[Source records]
************

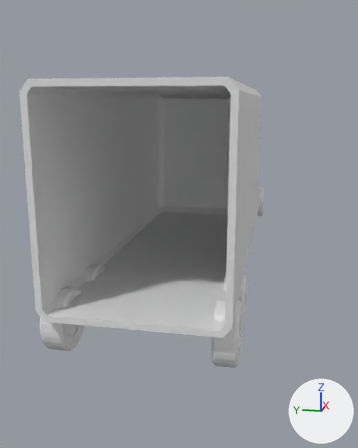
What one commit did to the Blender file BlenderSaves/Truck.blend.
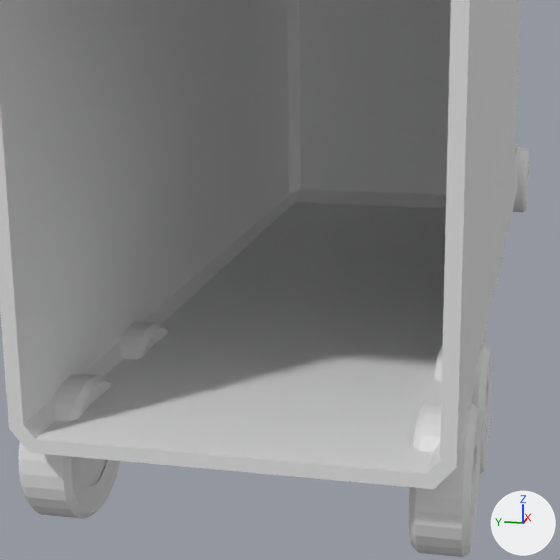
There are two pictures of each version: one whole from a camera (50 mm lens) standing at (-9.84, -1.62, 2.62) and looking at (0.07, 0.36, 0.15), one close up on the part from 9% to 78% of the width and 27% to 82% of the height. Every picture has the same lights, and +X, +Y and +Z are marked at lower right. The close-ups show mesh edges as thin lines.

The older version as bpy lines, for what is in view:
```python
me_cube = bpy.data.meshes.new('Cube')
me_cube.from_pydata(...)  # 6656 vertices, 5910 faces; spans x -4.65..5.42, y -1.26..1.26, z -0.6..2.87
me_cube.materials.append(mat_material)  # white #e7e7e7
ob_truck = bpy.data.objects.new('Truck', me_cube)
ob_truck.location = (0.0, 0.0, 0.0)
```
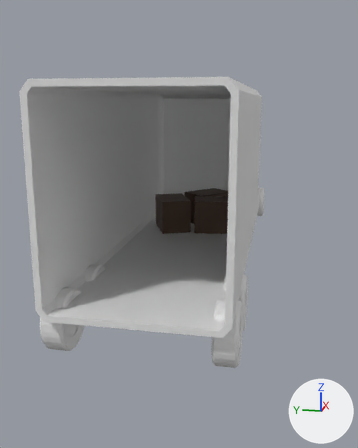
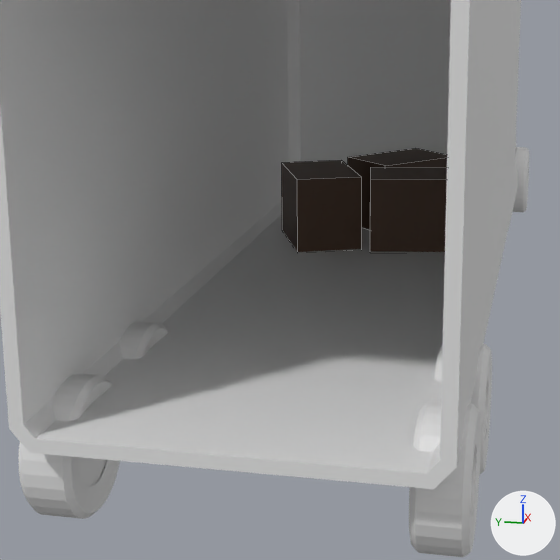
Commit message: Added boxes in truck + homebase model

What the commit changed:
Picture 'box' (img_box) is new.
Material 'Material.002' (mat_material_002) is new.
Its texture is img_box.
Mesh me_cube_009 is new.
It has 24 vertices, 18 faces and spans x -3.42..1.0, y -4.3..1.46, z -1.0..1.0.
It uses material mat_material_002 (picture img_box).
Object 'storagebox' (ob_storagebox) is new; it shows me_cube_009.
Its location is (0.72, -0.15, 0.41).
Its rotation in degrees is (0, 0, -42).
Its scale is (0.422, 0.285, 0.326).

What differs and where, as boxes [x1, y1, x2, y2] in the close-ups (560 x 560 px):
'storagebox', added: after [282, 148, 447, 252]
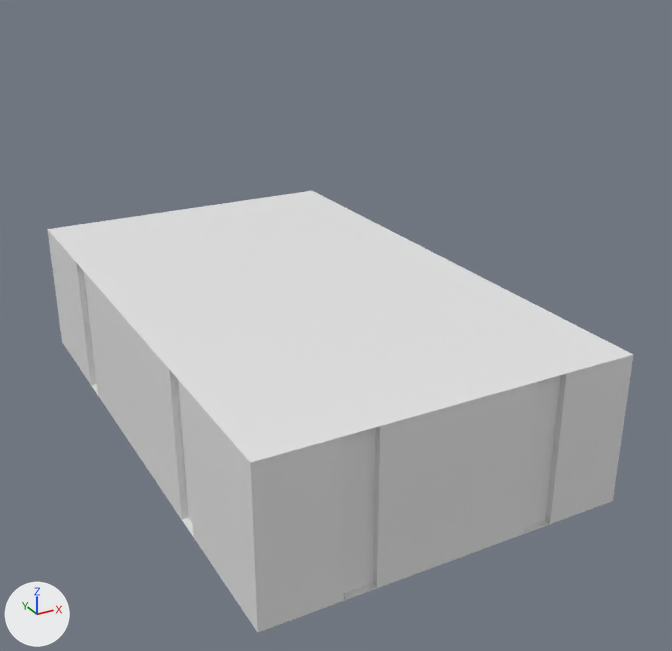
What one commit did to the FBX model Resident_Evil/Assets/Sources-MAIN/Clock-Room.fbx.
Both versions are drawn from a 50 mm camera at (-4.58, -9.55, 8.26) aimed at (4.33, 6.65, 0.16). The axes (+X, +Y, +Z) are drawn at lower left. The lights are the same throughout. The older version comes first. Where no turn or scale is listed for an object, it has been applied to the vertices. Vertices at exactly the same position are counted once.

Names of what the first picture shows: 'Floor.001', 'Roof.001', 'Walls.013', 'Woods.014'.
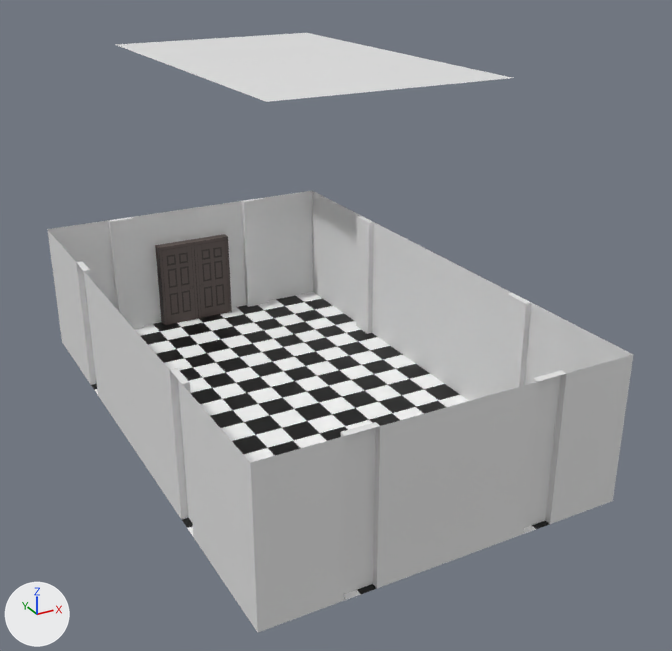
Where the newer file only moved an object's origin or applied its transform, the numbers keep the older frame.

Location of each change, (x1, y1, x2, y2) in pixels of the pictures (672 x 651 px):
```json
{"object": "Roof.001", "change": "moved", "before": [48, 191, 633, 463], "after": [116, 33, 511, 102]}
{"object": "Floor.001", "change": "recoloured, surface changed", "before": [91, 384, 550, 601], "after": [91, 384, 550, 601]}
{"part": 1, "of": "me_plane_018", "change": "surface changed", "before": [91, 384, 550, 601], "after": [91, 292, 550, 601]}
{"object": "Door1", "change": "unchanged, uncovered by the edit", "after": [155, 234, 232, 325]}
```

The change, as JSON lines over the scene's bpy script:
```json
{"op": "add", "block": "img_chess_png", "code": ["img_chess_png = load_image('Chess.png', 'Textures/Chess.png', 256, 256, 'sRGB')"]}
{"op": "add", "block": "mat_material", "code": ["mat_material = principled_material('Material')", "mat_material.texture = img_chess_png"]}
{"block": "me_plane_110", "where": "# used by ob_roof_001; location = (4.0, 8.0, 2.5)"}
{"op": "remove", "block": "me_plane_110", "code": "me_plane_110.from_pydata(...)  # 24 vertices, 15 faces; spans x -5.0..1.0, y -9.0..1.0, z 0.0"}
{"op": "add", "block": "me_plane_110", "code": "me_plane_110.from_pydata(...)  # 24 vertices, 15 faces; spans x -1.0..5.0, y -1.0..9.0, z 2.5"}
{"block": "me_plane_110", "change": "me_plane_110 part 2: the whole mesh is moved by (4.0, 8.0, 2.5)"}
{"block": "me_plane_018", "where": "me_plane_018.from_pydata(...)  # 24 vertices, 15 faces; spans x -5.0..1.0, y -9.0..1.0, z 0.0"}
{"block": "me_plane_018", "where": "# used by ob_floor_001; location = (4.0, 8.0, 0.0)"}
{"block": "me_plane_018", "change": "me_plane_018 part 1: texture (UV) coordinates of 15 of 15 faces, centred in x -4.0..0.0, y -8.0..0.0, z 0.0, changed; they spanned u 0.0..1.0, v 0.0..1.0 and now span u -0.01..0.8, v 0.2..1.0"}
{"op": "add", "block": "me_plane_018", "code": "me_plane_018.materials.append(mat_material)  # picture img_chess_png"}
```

************

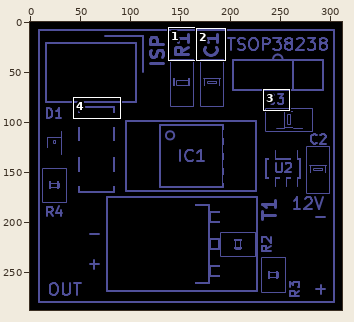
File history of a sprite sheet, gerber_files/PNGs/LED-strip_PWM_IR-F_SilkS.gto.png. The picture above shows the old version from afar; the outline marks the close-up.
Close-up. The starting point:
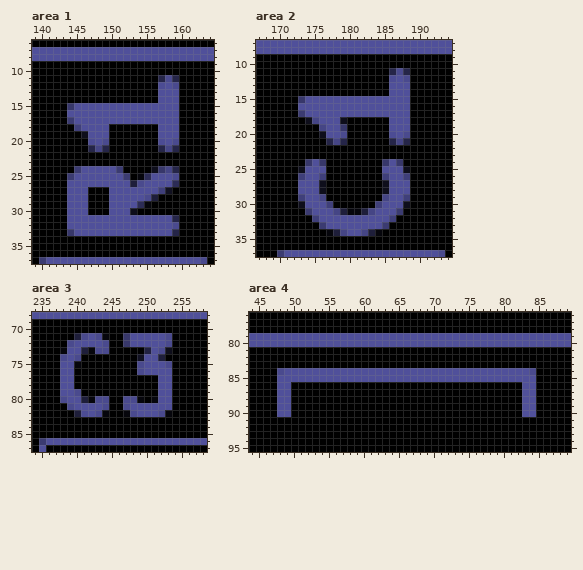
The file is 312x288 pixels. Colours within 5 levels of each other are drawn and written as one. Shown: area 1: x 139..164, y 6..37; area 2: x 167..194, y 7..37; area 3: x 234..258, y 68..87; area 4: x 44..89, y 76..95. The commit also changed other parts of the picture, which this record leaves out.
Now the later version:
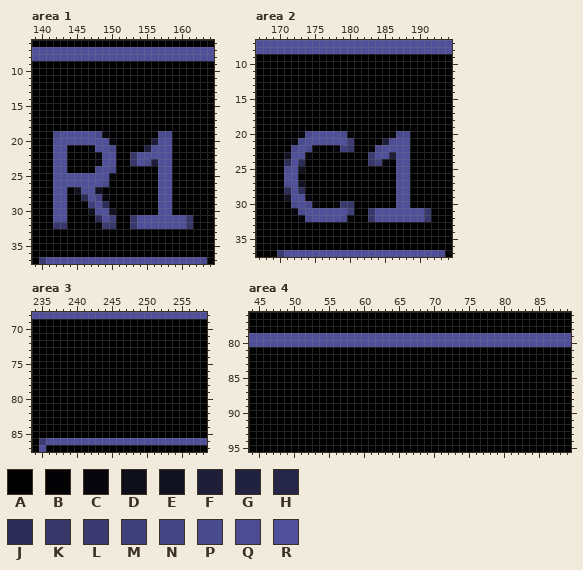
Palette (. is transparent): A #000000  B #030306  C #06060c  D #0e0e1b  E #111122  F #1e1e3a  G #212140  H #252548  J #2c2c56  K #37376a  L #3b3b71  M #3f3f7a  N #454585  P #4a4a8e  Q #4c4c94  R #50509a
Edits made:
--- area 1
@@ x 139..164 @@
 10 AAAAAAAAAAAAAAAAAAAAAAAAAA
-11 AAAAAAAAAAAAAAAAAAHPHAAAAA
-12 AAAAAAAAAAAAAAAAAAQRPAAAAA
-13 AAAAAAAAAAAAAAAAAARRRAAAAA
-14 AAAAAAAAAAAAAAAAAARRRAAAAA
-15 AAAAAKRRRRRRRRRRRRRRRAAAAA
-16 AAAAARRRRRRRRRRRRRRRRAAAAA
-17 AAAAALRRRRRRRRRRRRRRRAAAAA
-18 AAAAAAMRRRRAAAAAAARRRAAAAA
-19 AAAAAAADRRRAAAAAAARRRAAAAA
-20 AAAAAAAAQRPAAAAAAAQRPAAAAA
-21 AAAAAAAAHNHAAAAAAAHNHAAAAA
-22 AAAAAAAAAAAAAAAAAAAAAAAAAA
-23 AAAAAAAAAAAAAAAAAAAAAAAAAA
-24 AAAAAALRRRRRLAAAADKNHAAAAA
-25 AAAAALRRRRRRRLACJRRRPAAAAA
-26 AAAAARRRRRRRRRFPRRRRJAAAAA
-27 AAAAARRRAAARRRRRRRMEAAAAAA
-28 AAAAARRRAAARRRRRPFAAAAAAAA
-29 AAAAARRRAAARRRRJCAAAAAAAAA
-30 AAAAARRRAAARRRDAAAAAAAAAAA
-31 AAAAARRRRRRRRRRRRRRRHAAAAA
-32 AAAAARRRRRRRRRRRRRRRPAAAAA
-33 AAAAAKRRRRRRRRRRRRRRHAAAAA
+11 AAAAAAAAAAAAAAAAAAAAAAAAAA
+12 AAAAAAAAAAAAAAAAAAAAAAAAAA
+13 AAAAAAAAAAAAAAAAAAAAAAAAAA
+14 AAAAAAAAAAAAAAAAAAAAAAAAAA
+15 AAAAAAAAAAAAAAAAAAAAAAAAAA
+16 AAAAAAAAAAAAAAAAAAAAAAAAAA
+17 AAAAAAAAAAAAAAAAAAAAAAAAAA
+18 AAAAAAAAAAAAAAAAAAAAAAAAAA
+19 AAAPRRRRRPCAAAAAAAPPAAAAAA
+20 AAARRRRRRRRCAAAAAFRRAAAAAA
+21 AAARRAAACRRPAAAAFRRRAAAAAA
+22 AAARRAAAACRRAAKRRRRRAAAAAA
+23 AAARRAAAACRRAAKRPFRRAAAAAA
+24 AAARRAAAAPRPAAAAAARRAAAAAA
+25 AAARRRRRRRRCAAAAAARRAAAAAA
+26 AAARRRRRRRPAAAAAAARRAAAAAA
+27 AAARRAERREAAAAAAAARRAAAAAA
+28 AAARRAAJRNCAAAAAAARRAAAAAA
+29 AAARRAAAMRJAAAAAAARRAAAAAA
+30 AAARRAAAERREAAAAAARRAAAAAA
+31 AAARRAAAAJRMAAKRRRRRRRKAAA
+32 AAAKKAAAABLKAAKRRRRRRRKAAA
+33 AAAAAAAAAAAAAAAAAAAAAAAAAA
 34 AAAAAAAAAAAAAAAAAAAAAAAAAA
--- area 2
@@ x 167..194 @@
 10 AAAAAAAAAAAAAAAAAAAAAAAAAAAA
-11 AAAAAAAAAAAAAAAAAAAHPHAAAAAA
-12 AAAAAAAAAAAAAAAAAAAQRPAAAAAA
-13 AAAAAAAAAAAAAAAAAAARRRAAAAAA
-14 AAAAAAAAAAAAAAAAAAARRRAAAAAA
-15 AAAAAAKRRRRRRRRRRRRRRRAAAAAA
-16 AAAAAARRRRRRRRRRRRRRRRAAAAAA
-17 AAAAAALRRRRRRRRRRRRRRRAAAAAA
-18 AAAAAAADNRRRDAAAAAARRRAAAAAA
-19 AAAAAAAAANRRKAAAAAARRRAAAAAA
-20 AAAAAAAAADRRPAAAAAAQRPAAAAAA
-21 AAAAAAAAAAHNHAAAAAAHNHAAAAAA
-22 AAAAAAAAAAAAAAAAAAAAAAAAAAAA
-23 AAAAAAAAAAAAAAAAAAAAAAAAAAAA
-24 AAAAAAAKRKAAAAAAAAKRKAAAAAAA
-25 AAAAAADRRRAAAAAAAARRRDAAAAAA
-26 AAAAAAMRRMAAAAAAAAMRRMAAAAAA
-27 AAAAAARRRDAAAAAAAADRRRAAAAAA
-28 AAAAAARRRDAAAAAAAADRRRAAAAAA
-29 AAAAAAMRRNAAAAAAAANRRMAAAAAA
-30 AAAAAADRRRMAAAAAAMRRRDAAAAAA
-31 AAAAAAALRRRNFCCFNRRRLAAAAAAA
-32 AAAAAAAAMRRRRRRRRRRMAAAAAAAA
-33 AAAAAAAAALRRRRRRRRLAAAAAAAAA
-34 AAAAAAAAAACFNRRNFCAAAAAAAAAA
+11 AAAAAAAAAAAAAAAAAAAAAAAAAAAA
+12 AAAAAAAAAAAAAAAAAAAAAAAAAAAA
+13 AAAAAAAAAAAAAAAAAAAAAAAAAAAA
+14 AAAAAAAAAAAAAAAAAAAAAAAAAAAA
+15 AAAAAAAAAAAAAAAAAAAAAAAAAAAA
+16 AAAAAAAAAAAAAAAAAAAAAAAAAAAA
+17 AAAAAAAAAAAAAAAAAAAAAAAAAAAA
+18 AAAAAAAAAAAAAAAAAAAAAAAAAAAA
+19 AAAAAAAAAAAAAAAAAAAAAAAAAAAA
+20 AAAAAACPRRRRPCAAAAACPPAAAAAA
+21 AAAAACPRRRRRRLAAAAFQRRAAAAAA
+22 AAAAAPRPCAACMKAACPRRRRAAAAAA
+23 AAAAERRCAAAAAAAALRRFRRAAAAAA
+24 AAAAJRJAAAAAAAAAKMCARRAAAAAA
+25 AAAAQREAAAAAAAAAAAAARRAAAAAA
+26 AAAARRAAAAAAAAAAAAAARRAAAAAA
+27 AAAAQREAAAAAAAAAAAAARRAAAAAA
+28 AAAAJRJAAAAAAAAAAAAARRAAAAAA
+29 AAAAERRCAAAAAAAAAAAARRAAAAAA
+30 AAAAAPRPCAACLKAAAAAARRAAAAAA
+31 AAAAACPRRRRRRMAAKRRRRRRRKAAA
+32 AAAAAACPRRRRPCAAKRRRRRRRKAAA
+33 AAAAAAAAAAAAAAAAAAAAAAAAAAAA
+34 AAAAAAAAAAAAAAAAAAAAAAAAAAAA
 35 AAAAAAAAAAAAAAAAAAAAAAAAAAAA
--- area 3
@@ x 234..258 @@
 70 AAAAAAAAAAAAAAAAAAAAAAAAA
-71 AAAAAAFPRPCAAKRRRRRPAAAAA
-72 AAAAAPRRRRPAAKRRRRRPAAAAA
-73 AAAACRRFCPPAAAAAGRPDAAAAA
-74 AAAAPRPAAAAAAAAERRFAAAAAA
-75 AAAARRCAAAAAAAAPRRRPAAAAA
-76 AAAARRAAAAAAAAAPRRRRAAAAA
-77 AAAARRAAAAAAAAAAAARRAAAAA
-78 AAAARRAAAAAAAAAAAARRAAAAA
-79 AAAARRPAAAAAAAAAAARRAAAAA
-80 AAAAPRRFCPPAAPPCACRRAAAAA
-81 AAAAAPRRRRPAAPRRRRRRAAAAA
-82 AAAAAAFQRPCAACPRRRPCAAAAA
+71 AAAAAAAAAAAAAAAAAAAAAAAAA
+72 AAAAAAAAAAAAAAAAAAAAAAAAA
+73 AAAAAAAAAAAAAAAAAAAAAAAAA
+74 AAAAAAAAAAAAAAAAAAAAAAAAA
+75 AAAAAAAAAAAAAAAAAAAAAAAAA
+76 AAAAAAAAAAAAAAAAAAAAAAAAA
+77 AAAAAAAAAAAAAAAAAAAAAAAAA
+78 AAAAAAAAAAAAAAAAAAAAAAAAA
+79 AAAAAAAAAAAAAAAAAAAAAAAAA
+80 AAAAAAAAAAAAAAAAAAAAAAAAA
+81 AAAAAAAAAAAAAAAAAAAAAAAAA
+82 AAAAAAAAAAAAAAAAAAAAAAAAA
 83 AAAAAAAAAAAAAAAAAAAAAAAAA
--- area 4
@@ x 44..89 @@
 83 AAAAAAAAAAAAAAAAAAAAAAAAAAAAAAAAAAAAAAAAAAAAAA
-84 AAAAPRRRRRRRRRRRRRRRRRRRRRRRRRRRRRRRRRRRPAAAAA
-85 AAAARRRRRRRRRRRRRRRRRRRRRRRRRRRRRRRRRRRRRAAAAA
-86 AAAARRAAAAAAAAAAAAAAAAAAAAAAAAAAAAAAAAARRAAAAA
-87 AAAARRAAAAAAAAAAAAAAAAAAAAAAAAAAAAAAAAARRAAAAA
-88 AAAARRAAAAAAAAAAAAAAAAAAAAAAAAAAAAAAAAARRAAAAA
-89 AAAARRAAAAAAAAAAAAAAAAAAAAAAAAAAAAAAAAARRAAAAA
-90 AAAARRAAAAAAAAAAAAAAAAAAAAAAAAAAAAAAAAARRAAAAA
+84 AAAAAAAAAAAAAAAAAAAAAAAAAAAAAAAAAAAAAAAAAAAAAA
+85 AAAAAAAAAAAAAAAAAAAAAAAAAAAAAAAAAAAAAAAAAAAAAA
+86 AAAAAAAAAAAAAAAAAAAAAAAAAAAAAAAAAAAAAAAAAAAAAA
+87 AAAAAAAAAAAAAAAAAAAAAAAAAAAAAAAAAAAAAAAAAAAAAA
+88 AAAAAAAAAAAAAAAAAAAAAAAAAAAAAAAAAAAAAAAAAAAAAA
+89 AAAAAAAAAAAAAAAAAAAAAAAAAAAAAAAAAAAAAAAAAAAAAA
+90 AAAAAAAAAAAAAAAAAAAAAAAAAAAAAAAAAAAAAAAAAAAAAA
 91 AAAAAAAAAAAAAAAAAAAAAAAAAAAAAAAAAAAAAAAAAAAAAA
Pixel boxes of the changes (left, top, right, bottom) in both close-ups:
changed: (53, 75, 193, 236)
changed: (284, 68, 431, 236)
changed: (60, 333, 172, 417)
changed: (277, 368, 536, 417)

************

Please filter the data down to the lines containing the word "append".

me_cube.materials.append(mat_material)  # white #e7e7e7
{"op": "add", "block": "me_plane_018", "code": "me_plane_018.materials.append(mat_material)  # picture img_chess_png"}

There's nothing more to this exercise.